Nach dem Gesagten ist die Beschwerde gutzuheissen, soweit damit die Aufhebung der vorinstanzlichen Verfügung bezüglich der Wegweisung und des Wegweisungsvollzugs beantragt wurde. Die Dispositivziffer 3 der angefochtenen Verfügung (Wegweisung) sowie die darauf basierenden Ziffn. 4 und 5 (Wegweisungsvollzug) sind aufzuheben.

9.

10.

    1. Bei diesem Ausgang des Verfahrens sind keine Kosten zu erheben (Art. 63 Abs. 1 und 2 VwVG). Das Gesuch um Gewährung der unentgeltlichen Prozessführung ist damit gegenstandslos geworden.

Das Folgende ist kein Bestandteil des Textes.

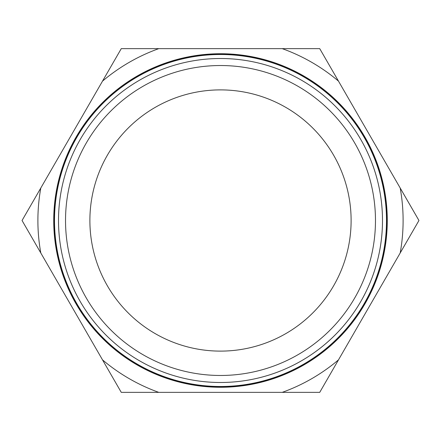 <?xml version="1.0" encoding="UTF-8"?>
<svg xmlns="http://www.w3.org/2000/svg" width="441" height="441" viewBox="0 0 441 441"><rect width="100%" height="100%" fill="white"/><g stroke="black" fill="none" stroke-linecap="round" stroke-linejoin="round"><path stroke-width="0.66" d="M375.473 220.5A154.973 154.973 0 0 0 220.5 65.527A154.973 154.973 0 0 0 65.527 220.5A154.973 154.973 0 0 0 220.5 375.473A154.973 154.973 0 0 0 375.473 220.5M382.49 220.5A161.99 161.99 0 0 0 220.5 58.51A161.99 161.99 0 0 0 58.51 220.5A161.99 161.99 0 0 0 220.5 382.49A161.99 161.99 0 0 0 382.49 220.5M386.498 220.5A165.998 165.998 0 0 0 220.5 54.502A165.998 165.998 0 0 0 54.502 220.5A165.998 165.998 0 0 0 220.5 386.498A165.998 165.998 0 0 0 386.498 220.5M387 220.5A166.5 166.5 0 0 0 220.5 54A166.5 166.5 0 0 0 54 220.5A166.5 166.5 0 0 0 220.5 387A166.5 166.5 0 0 0 387 220.5M40.804 188.02A182.607 182.607 0 0 0 40.804 252.98L22.05 220.5L121.275 48.637L319.725 48.637L418.95 220.5L319.725 392.363L121.275 392.363L40.804 252.98M89.887 220.5A130.613 130.613 0 0 0 220.5 351.113A130.613 130.613 0 0 0 351.113 220.5A130.613 130.613 0 0 0 220.5 89.887A130.613 130.613 0 0 0 89.887 220.5M387.27 220.5A166.77 166.77 0 0 0 220.5 53.73A166.77 166.77 0 0 0 53.73 220.5A166.77 166.77 0 0 0 220.5 387.27A166.77 166.77 0 0 0 387.27 220.5M158.782 48.637A182.607 182.607 0 0 0 102.521 81.116M102.521 359.884A182.607 182.607 0 0 0 158.782 392.363M282.218 392.363A182.607 182.607 0 0 0 338.479 359.884M400.196 252.98A182.607 182.607 0 0 0 400.196 188.02M338.479 81.116A182.607 182.607 0 0 0 282.218 48.637"/></g></svg>
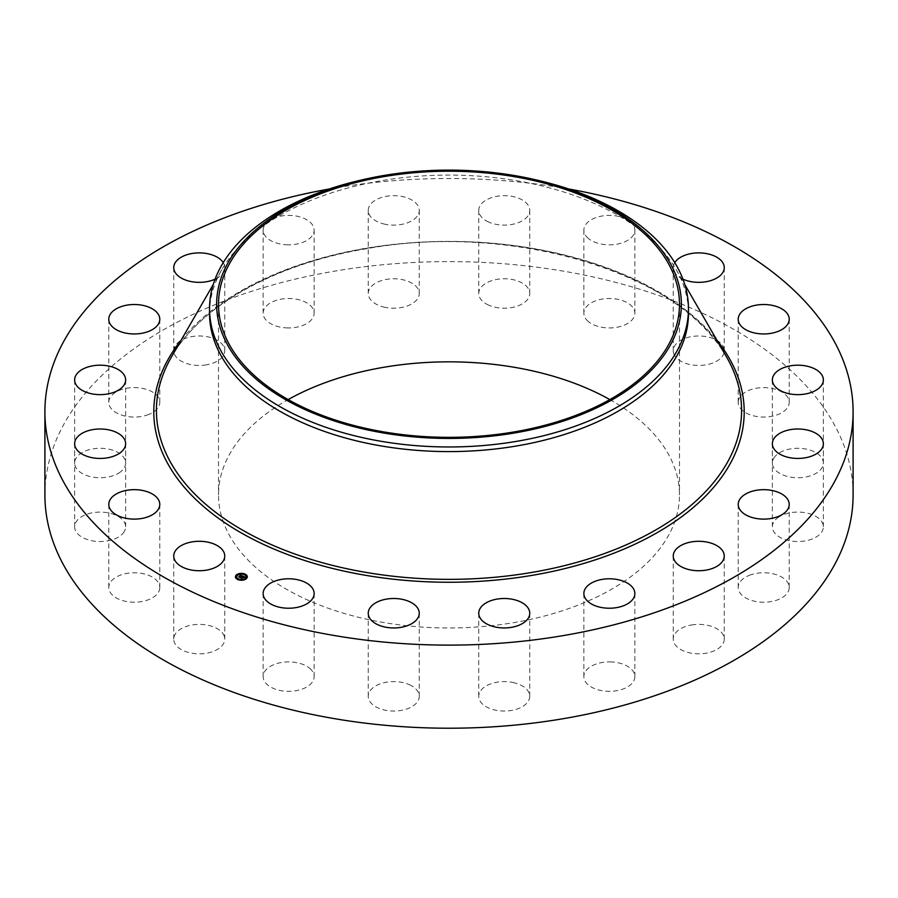 <?xml version="1.0" encoding="UTF-8"?>
<svg xmlns="http://www.w3.org/2000/svg" width="898" height="898" viewBox="0 0 898 898"><rect width="100%" height="100%" fill="white"/><g stroke="black" fill="none" stroke-linecap="round" stroke-linejoin="round"><path stroke-width="0.67" stroke-dasharray="4.49 3.37" d="M223.714 634.965A25.503 14.727 180 0 1 224.747 639.107A25.503 14.727 180 0 1 202.869 653.688A25.503 14.727 180 0 1 174.773 643.249A25.503 14.727 180 0 1 173.741 639.107A25.503 14.727 180 0 1 195.618 624.537A25.503 14.727 180 0 1 223.714 634.965M44.9 494.91A404.1 233.3 180 0 1 335.235 271.039A404.1 233.3 180 0 1 853.1 494.91M329.285 188.984A404.1 233.3 180 0 1 335.235 187.94A404.1 233.3 180 0 1 568.715 188.984M209.537 313.335A239.463 138.258 180 0 1 221.795 269.669A239.463 138.258 180 0 1 381.583 180.678A239.463 138.258 180 0 1 676.205 269.669A239.463 138.258 180 0 1 688.463 313.335M356.001 181.317A239.463 138.258 180 0 1 381.583 176.053A239.463 138.258 180 0 1 541.999 181.317M609.832 399.588A230.483 133.072 180 0 1 679.483 494.91A230.483 133.072 180 0 1 513.892 622.595A230.483 133.072 180 0 1 218.517 494.91A230.483 133.072 180 0 1 288.168 399.588M159.777 587.921A25.503 14.727 180 0 1 133.914 602.21A25.503 14.727 180 0 1 108.781 587.494A25.503 14.727 180 0 1 108.793 587.067A25.503 14.727 180 0 1 134.655 572.767A25.503 14.727 180 0 1 159.788 587.494A25.503 14.727 180 0 1 159.777 587.921M124.148 531.762A25.503 14.727 180 0 1 95.783 541.326A25.503 14.727 180 0 1 74.635 526.812A25.503 14.727 180 0 1 76.117 521.861A25.503 14.727 180 0 1 104.482 512.309A25.503 14.727 180 0 1 125.641 526.812A25.503 14.727 180 0 1 124.148 531.762M120.332 472A25.503 14.727 180 0 1 91.91 476.95A25.503 14.727 180 0 1 74.635 463.009A25.503 14.727 180 0 1 79.944 454.018A25.503 14.727 180 0 1 108.366 449.079A25.503 14.727 180 0 1 125.641 463.009A25.503 14.727 180 0 1 120.332 472M148.675 414.483A25.503 14.727 180 0 1 122.386 415.347A25.503 14.727 180 0 1 108.781 402.326A25.503 14.727 180 0 1 119.894 390.17A25.503 14.727 180 0 1 146.183 389.305A25.503 14.727 180 0 1 159.788 402.326A25.503 14.727 180 0 1 148.675 414.483M206.417 364.846A25.503 14.727 180 0 1 173.741 350.714A25.503 14.727 180 0 1 192.06 336.582A25.503 14.727 180 0 1 224.747 350.714A25.503 14.727 180 0 1 206.417 364.846M287.91 327.927A25.503 14.727 180 0 1 263.136 313.211A25.503 14.727 180 0 1 289.381 298.495A25.503 14.727 180 0 1 314.143 313.211A25.503 14.727 180 0 1 287.91 327.927M385.175 307.363A25.503 14.727 180 0 1 368.247 293.5A25.503 14.727 180 0 1 402.315 279.626A25.503 14.727 180 0 1 419.254 293.5A25.503 14.727 180 0 1 385.175 307.363M488.68 305.152A25.503 14.727 180 0 1 478.746 293.5A25.503 14.727 180 0 1 493.002 280.277A25.503 14.727 180 0 1 519.83 281.837A25.503 14.727 180 0 1 529.753 293.5A25.503 14.727 180 0 1 515.508 306.712A25.503 14.727 180 0 1 488.68 305.152M588.302 321.518A25.503 14.727 180 0 1 583.857 313.211A25.503 14.727 180 0 1 601.828 299.146A25.503 14.727 180 0 1 630.407 304.905A25.503 14.727 180 0 1 634.864 313.211A25.503 14.727 180 0 1 616.892 327.276A25.503 14.727 180 0 1 588.302 321.518M674.286 354.856A25.503 14.727 180 0 1 673.253 350.714A25.503 14.727 180 0 1 695.131 336.144A25.503 14.727 180 0 1 723.227 346.572A25.503 14.727 180 0 1 724.259 350.714A25.503 14.727 180 0 1 702.382 365.284A25.503 14.727 180 0 1 674.286 354.856M738.223 401.911A25.503 14.727 180 0 1 764.086 387.61A25.503 14.727 180 0 1 789.219 402.326A25.503 14.727 180 0 1 789.207 402.753A25.503 14.727 180 0 1 763.345 417.054A25.503 14.727 180 0 1 738.212 402.326A25.503 14.727 180 0 1 738.223 401.911M773.851 458.059A25.503 14.727 180 0 1 802.217 448.506A25.503 14.727 180 0 1 823.365 463.009A25.503 14.727 180 0 1 821.883 467.959A25.503 14.727 180 0 1 793.518 477.523A25.503 14.727 180 0 1 772.359 463.009A25.503 14.727 180 0 1 773.851 458.059M777.668 517.82A25.503 14.727 180 0 1 806.09 512.87A25.503 14.727 180 0 1 823.365 526.812A25.503 14.727 180 0 1 818.056 535.803A25.503 14.727 180 0 1 789.634 540.753A25.503 14.727 180 0 1 772.359 526.812A25.503 14.727 180 0 1 777.668 517.82M749.325 575.337A25.503 14.727 180 0 1 775.614 574.473A25.503 14.727 180 0 1 789.219 587.494A25.503 14.727 180 0 1 778.106 599.651A25.503 14.727 180 0 1 751.817 600.515A25.503 14.727 180 0 1 738.212 587.494A25.503 14.727 180 0 1 749.325 575.337M691.583 624.986A25.503 14.727 180 0 1 724.259 639.107A25.503 14.727 180 0 1 705.94 653.239A25.503 14.727 180 0 1 673.253 639.107A25.503 14.727 180 0 1 691.583 624.986M610.09 661.893A25.503 14.727 180 0 1 634.864 676.609A25.503 14.727 180 0 1 608.62 691.325A25.503 14.727 180 0 1 583.857 676.609A25.503 14.727 180 0 1 610.09 661.893M512.825 682.458A25.503 14.727 180 0 1 529.753 696.332A25.503 14.727 180 0 1 495.685 710.195A25.503 14.727 180 0 1 478.746 696.332A25.503 14.727 180 0 1 512.825 682.458M409.32 684.669A25.503 14.727 180 0 1 419.254 696.332A25.503 14.727 180 0 1 404.998 709.543A25.503 14.727 180 0 1 378.17 707.983A25.503 14.727 180 0 1 368.247 696.332A25.503 14.727 180 0 1 382.492 683.109A25.503 14.727 180 0 1 409.32 684.669M309.698 668.303A25.503 14.727 180 0 1 314.143 676.609A25.503 14.727 180 0 1 296.172 690.674A25.503 14.727 180 0 1 267.593 684.916A25.503 14.727 180 0 1 263.136 676.609A25.503 14.727 180 0 1 281.108 662.544A25.503 14.727 180 0 1 309.698 668.303M223.232 262.62A25.503 14.727 180 0 1 224.747 267.615A25.503 14.727 180 0 1 215.071 279.166M287.91 244.828A25.503 14.727 180 0 1 263.136 230.113A25.503 14.727 180 0 1 289.381 215.397A25.503 14.727 180 0 1 314.143 230.113A25.503 14.727 180 0 1 287.91 244.828M385.175 224.264A25.503 14.727 180 0 1 368.247 210.401A25.503 14.727 180 0 1 402.315 196.527A25.503 14.727 180 0 1 419.254 210.401A25.503 14.727 180 0 1 385.175 224.264M488.68 222.053A25.503 14.727 180 0 1 478.746 210.401A25.503 14.727 180 0 1 493.002 197.19A25.503 14.727 180 0 1 519.83 198.739A25.503 14.727 180 0 1 529.753 210.401A25.503 14.727 180 0 1 515.508 223.613A25.503 14.727 180 0 1 488.68 222.053M588.302 238.419A25.503 14.727 180 0 1 583.857 230.113A25.503 14.727 180 0 1 601.828 216.048A25.503 14.727 180 0 1 630.407 221.806A25.503 14.727 180 0 1 634.864 230.113A25.503 14.727 180 0 1 616.892 244.177A25.503 14.727 180 0 1 588.302 238.419M682.929 279.166A25.503 14.727 180 0 1 674.286 271.757A25.503 14.727 180 0 1 673.253 267.615A25.503 14.727 180 0 1 674.768 262.62M243.145 577.493L241.214 577.807M244.335 577.066L243.201 576.729L242.482 577.302L243.964 577.347L242.887 577.47M243.089 576.527L244.02 577.605L244.851 577.358L244.02 577.605M240.765 575.438L240.024 575.584L240.799 575.584M241.135 575.73L241.73 576.224L239.665 577.47L239.238 576.999M239.856 575.382L240.686 575.798M240.686 575.842L239.833 575.775M243.639 577.515L242.988 578.031L243.639 577.279M242.438 576.348L241.674 576.583L242.471 576.393M239.744 577.234L241.248 576.033L241.674 576.583M241.652 576.022L239.744 577.302M239.788 577.672L238.711 577.167L239.71 577.257M241.764 578.031L242.842 577.762L241.764 578.099M241.798 578.514L240.574 577.953L241.708 578.065M235.467 576.943A5.927 3.424 0 0 0 235.456 577.088A5.927 3.424 0 0 0 239.553 580.344A5.927 3.424 0 0 0 246.187 579.098A5.927 3.424 0 0 0 247.309 577.088A5.927 3.424 0 0 0 247.309 576.943M240.877 573.676A5.927 3.424 0 0 0 240.204 573.732M246.052 576.943A4.67 2.694 0 0 0 242.707 574.495A4.67 2.694 0 0 0 237.611 575.506A4.67 2.694 0 0 0 236.724 576.943M241.865 579.771A4.67 2.694 0 0 0 242.516 579.704M244.795 574.484L244.211 574.484M245.962 578.761L245.379 578.761M246.905 576.482L246.333 576.482M238.565 579.435L237.981 579.435M241.899 580.198L242.572 580.142M242.505 579.985L241.921 579.985M237.386 575.169L236.814 575.169M240.26 574.181L240.911 574.114M240.844 573.945L240.271 573.945M236.443 577.448L235.86 577.448M171.395 357.067A292.591 168.925 180 0 1 366.62 248.331A292.591 168.925 180 0 1 726.605 357.067C682.615 273.598 511.972 221.727 366.362 248.757C275.518 263.698 200.142 305.848 171.395 357.067M181.138 340.174A295.206 170.44 180 0 1 365.89 248.275A295.206 170.44 180 0 1 716.862 340.174M224.747 556.008L224.747 639.107M173.741 556.008L173.741 639.107M221.795 269.669L213.23 284.509M676.205 269.669L684.77 284.509M679.483 304.276L679.483 494.91M218.517 304.276L218.517 494.91M789.219 319.228L789.219 402.326M738.212 319.228L738.212 402.326M74.635 443.713L74.635 526.812M125.641 443.713L125.641 526.812M823.365 379.91L823.365 463.009M772.359 379.91L772.359 463.009M74.635 379.91L74.635 463.009M125.641 379.91L125.641 463.009M823.365 443.713L823.365 526.812M772.359 443.713L772.359 526.812M108.781 319.228L108.781 402.326M159.788 319.228L159.788 402.326M789.219 504.395L789.219 587.494M738.212 504.395L738.212 587.494M173.741 267.615L173.741 350.714M224.747 267.615L224.747 350.714M724.259 556.008L724.259 639.107M673.253 556.008L673.253 639.107M263.136 230.113L263.136 313.211M314.143 230.113L314.143 313.211M634.864 593.511L634.864 676.609M583.857 593.511L583.857 676.609M368.247 210.401L368.247 293.5M419.254 210.401L419.254 293.5M529.753 613.233L529.753 696.332M478.746 613.233L478.746 696.332M478.746 210.401L478.746 293.5M529.753 210.401L529.753 293.5M419.254 613.233L419.254 696.332M368.247 613.233L368.247 696.332M583.857 230.113L583.857 313.211M634.864 230.113L634.864 313.211M314.143 593.511L314.143 676.609M263.136 593.511L263.136 676.609M673.253 267.615L673.253 350.714M724.259 267.615L724.259 350.714M108.781 504.395L108.781 587.494M159.788 504.395L159.788 587.494"/><path stroke-width="1.35" d="M223.714 551.866A25.503 14.727 180 0 1 224.747 556.008A25.503 14.727 180 0 1 202.869 570.589A25.503 14.727 180 0 1 174.773 560.161A25.503 14.727 180 0 1 173.741 556.008A25.503 14.727 180 0 1 195.618 541.438A25.503 14.727 180 0 1 223.714 551.866M568.715 188.984A404.1 233.3 180 0 1 853.1 411.812L853.1 494.91A404.1 233.3 180 0 1 562.765 718.782A404.1 233.3 180 0 1 44.9 494.91L44.9 411.812A404.1 233.3 180 0 1 329.285 188.984M853.1 411.812A404.1 233.3 180 0 1 562.765 635.683A404.1 233.3 180 0 1 44.9 411.812M539.249 180.644L541.999 181.317A239.463 138.258 180 0 1 688.463 308.721L688.463 313.335A239.463 138.258 180 0 1 516.417 446.003A239.463 138.258 180 0 1 209.537 313.335L209.537 308.721A239.463 138.258 180 0 1 219.224 269.793A239.463 138.258 180 0 1 356.001 181.317L358.751 180.644A232.369 134.161 180 0 1 539.249 180.644A232.369 134.161 180 0 1 671.973 342.048A232.369 134.161 180 0 1 383.581 433.004A232.369 134.161 180 0 1 226.027 266.504A232.369 134.161 180 0 1 358.751 180.644M688.463 308.721A239.463 138.258 180 0 1 678.776 347.638A239.463 138.258 180 0 1 516.417 441.378A239.463 138.258 180 0 1 209.537 308.721M384.108 176.592A230.483 133.072 180 0 1 679.483 304.276A230.483 133.072 180 0 1 513.892 431.96A230.483 133.072 180 0 1 218.517 304.276A230.483 133.072 180 0 1 384.108 176.592M288.168 399.588A230.483 133.072 180 0 1 384.108 367.226A230.483 133.072 180 0 1 609.832 399.588M738.223 318.812A25.503 14.727 180 0 1 764.086 304.512A25.503 14.727 180 0 1 789.219 319.228A25.503 14.727 180 0 1 789.207 319.654A25.503 14.727 180 0 1 763.345 333.955A25.503 14.727 180 0 1 738.212 319.228A25.503 14.727 180 0 1 738.223 318.812M124.148 448.663A25.503 14.727 180 0 1 95.783 458.227A25.503 14.727 180 0 1 74.635 443.713A25.503 14.727 180 0 1 76.117 438.763A25.503 14.727 180 0 1 104.482 429.21A25.503 14.727 180 0 1 125.641 443.713A25.503 14.727 180 0 1 124.148 448.663M773.851 374.96A25.503 14.727 180 0 1 802.217 365.407A25.503 14.727 180 0 1 823.365 379.91A25.503 14.727 180 0 1 821.883 384.86A25.503 14.727 180 0 1 793.518 394.424A25.503 14.727 180 0 1 772.359 379.91A25.503 14.727 180 0 1 773.851 374.96M120.332 388.901A25.503 14.727 180 0 1 91.91 393.852A25.503 14.727 180 0 1 74.635 379.91A25.503 14.727 180 0 1 79.944 370.919A25.503 14.727 180 0 1 108.366 365.98A25.503 14.727 180 0 1 125.641 379.91A25.503 14.727 180 0 1 120.332 388.901M777.668 434.722A25.503 14.727 180 0 1 806.09 429.783A25.503 14.727 180 0 1 823.365 443.713A25.503 14.727 180 0 1 818.056 452.704A25.503 14.727 180 0 1 789.634 457.654A25.503 14.727 180 0 1 772.359 443.713A25.503 14.727 180 0 1 777.668 434.722M148.675 331.384A25.503 14.727 180 0 1 122.386 332.26A25.503 14.727 180 0 1 108.781 319.228A25.503 14.727 180 0 1 119.894 307.082A25.503 14.727 180 0 1 146.183 306.207A25.503 14.727 180 0 1 159.788 319.228A25.503 14.727 180 0 1 148.675 331.384M749.325 492.239A25.503 14.727 180 0 1 775.614 491.374A25.503 14.727 180 0 1 789.219 504.395A25.503 14.727 180 0 1 778.106 516.552A25.503 14.727 180 0 1 751.817 517.416A25.503 14.727 180 0 1 738.212 504.395A25.503 14.727 180 0 1 749.325 492.239M215.071 279.166A25.503 14.727 180 0 1 206.417 281.748A25.503 14.727 180 0 1 173.741 267.615A25.503 14.727 180 0 1 192.06 253.483A25.503 14.727 180 0 1 223.232 262.62M691.583 541.887A25.503 14.727 180 0 1 724.259 556.008A25.503 14.727 180 0 1 705.94 570.14A25.503 14.727 180 0 1 673.253 556.008A25.503 14.727 180 0 1 691.583 541.887M610.09 578.795A25.503 14.727 180 0 1 634.864 593.511A25.503 14.727 180 0 1 608.62 608.227A25.503 14.727 180 0 1 583.857 593.511A25.503 14.727 180 0 1 610.09 578.795M512.825 599.359A25.503 14.727 180 0 1 529.753 613.233A25.503 14.727 180 0 1 495.685 627.096A25.503 14.727 180 0 1 478.746 613.233A25.503 14.727 180 0 1 512.825 599.359M409.32 601.57A25.503 14.727 180 0 1 419.254 613.233A25.503 14.727 180 0 1 404.998 626.445A25.503 14.727 180 0 1 378.17 624.885A25.503 14.727 180 0 1 368.247 613.233A25.503 14.727 180 0 1 382.492 600.01A25.503 14.727 180 0 1 409.32 601.57M309.698 585.204A25.503 14.727 180 0 1 314.143 593.511A25.503 14.727 180 0 1 296.172 607.576A25.503 14.727 180 0 1 267.593 601.817A25.503 14.727 180 0 1 263.136 593.511A25.503 14.727 180 0 1 281.108 579.446A25.503 14.727 180 0 1 309.698 585.204M674.768 262.62A25.503 14.727 180 0 1 699.531 252.899A25.503 14.727 180 0 1 723.227 263.473A25.503 14.727 180 0 1 724.259 267.615A25.503 14.727 180 0 1 709.869 280.872A25.503 14.727 180 0 1 682.929 279.166M159.777 504.822A25.503 14.727 180 0 1 133.914 519.111A25.503 14.727 180 0 1 108.781 504.395A25.503 14.727 180 0 1 108.793 503.969A25.503 14.727 180 0 1 134.655 489.668A25.503 14.727 180 0 1 159.788 504.395A25.503 14.727 180 0 1 159.777 504.822M246.187 578.806A5.927 3.424 180 0 1 239.553 580.052A5.927 3.424 180 0 1 235.456 576.797A5.927 3.424 180 0 1 236.589 574.776A5.927 3.424 180 0 1 243.223 573.541A5.927 3.424 180 0 1 247.309 576.797A5.927 3.424 180 0 1 246.187 578.806M245.165 578.379A4.67 2.694 180 0 1 239.946 579.356A4.67 2.694 180 0 1 236.713 576.797A4.67 2.694 180 0 1 237.611 575.203A4.67 2.694 180 0 1 242.83 574.226A4.67 2.694 180 0 1 246.052 576.797A4.67 2.694 180 0 1 245.165 578.379M242.393 575.977L241.259 575.64L239.665 577.178L238.7 576.774L240.799 575.461L239.901 574.922L242.393 575.977M242.404 576.112L241.674 576.292L242.381 576.067M241.652 576.022L239.788 577.38L238.722 576.931L239.71 577.302L241.652 576.022M244.795 576.954L243.201 576.437L242.482 577.01L243.964 577.055L243.257 576.617L242.943 577.661L240.63 577.56L242.628 576.045L244.795 576.954M244.761 577.111L243.998 577.279L244.75 577.077M243.021 577.784L243.639 577.212L243.021 577.784M242.415 577.291L241.798 578.222L240.585 577.717L241.719 578.144L242.404 577.234M244.795 574.439L244.144 574.316L244.795 574.439M245.962 578.716L245.311 578.593L245.962 578.716M246.905 576.437L246.333 576.19L246.984 576.314M238.565 579.39L237.914 579.266L238.565 579.39M242.505 579.94L241.854 579.816L242.505 579.94M236.814 574.877L237.465 574.989L236.814 574.877M240.271 573.654L240.922 573.777L240.271 573.654M235.86 577.145L236.511 577.268L235.86 577.145M241.944 577.088L242.707 576.325M241.214 577.807L241.932 576.797M239.238 576.999L240.686 575.551M247.309 576.943A5.927 3.424 0 0 0 244.862 574.316L244.795 574.484M244.357 574.125A5.927 3.424 0 0 0 240.877 573.676M240.204 573.732A5.927 3.424 0 0 0 236.971 574.799M236.746 574.956A5.927 3.424 0 0 0 236.589 575.079A5.927 3.424 0 0 0 235.467 576.943M236.724 576.943A4.67 2.694 0 0 0 236.713 577.088A4.67 2.694 0 0 0 238.217 579.064M238.408 579.749L238.632 579.266A4.67 2.694 0 0 0 241.865 579.771M242.516 579.704A4.67 2.694 0 0 0 245.165 578.671A4.67 2.694 0 0 0 245.334 578.537M245.423 578.447A4.67 2.694 0 0 0 246.052 577.088A4.67 2.694 0 0 0 246.052 576.943M246.333 576.482L246.984 576.606M235.86 577.448L236.443 577.448M684.77 284.509L726.605 357.067A292.591 168.925 180 0 1 531.38 572.52A292.591 168.925 180 0 1 238.419 527.698A292.591 168.925 180 0 1 171.395 357.067L213.23 284.509M716.862 340.174A295.206 170.44 180 0 1 532.11 575.36A295.206 170.44 180 0 1 225.353 523.063A295.206 170.44 180 0 1 181.138 340.174"/></g></svg>

    2. Angesichts des Obsiegens des Beschwerdeführers ist auch das Gesuch um amtliche Verbeiständung gegenstandslos geworden. Dem vertretenen Beschwerdeführer ist eine Parteientschädigung für die ihm erwachsenen notwendigen und verhältnismässig hohen Kosten zuzusprechen (Art. 64 Abs. 1 VwVG i.V.m. Art. 7 Abs. 1 des Reglements vom 21. Februar 2008 über die Kosten und Entschädigungen vor dem Bundesverwaltungsgericht [VGKE, SR 173.320.2]). Es wurde keine Kostennote zu den Akten gereicht, weshalb die notwendigen Parteikosten aufgrund der Akten zu bestimmen sind (Art. 14 Abs. 2 in fine VGKE). Gestützt auf die in Betracht zu ziehenden Bemessungsfaktoren (Art. 9–13 VGKE) ist dem Beschwerdeführer zulasten der Vorinstanz eine Parteientschädigung von pauschal Fr. 750.– zuzusprechen.

(Dispositiv nächste Seite)

Demnach erkennt das Bundesverwaltungsgericht:

1.

Die Beschwerde wird gutgeheissen.

2.

Die Dispositivziffern 3 bis 5 der angefochtenen Verfügung werden aufgehoben.

3.

Es werden keine Verfahrenskosten auferlegt.

4.

Das SEM wird angewiesen, dem Beschwerdeführer für das Verfahren vor dem Bundesverwaltungsgericht eine Parteientschädigung von insgesamt Fr. 750.– auszurichten.

5.

Dieses Urteil geht an den Beschwerdeführer, das SEM und die kantonale Migrationsbehörde.